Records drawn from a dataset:
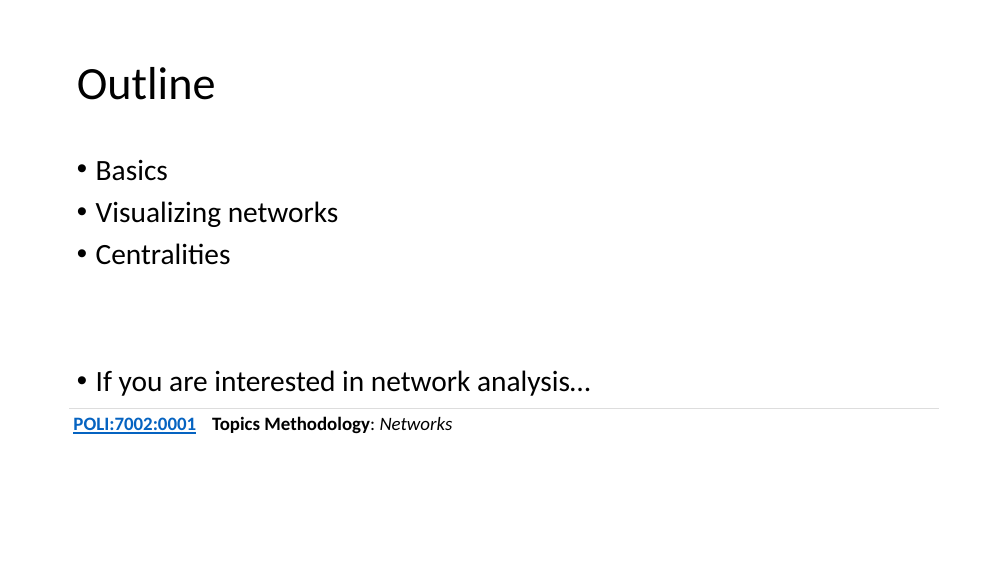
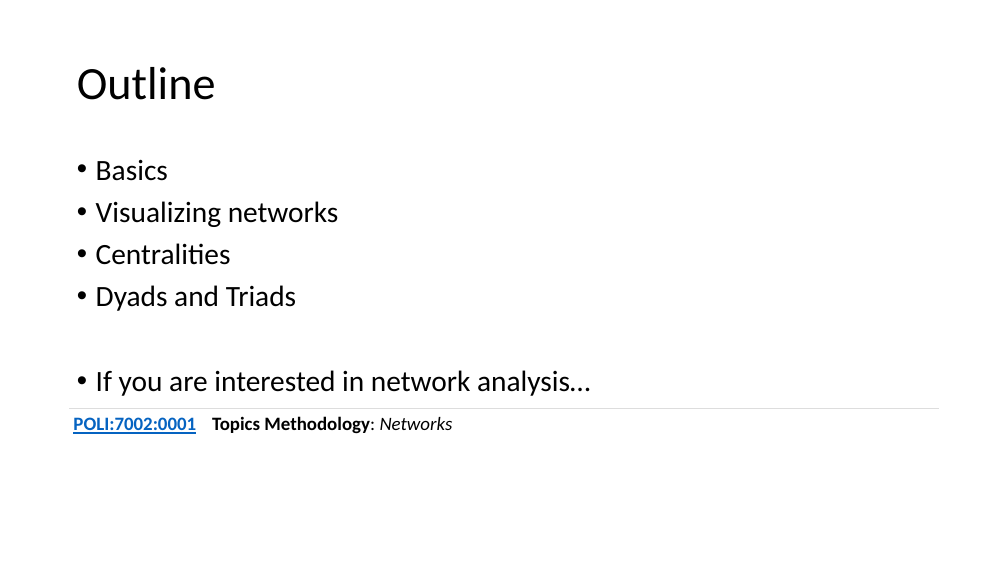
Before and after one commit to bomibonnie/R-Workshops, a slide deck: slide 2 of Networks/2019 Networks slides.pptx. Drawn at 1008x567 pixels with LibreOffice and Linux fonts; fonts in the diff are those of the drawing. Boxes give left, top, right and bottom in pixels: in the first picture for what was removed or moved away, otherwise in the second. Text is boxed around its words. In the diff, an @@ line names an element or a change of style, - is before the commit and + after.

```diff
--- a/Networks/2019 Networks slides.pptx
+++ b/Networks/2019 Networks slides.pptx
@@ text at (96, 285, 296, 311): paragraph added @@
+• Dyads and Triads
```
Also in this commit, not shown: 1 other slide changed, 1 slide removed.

- _What is required_: Exact duplicates of all the entries are required, and no image may appear in them.

- _Result for this exercise_:
Before and after one commit to bomibonnie/R-Workshops, a slide deck: slide 2 of Networks/2019 Networks slides.pptx. Drawn at 1008x567 pixels with LibreOffice and Linux fonts; fonts in the diff are those of the drawing. Boxes give left, top, right and bottom in pixels: in the first picture for what was removed or moved away, otherwise in the second. Text is boxed around its words. In the diff, an @@ line names an element or a change of style, - is before the commit and + after.

```diff
--- a/Networks/2019 Networks slides.pptx
+++ b/Networks/2019 Networks slides.pptx
@@ text at (96, 285, 296, 311): paragraph added @@
+• Dyads and Triads
```
Also in this commit, not shown: 1 other slide changed, 1 slide removed.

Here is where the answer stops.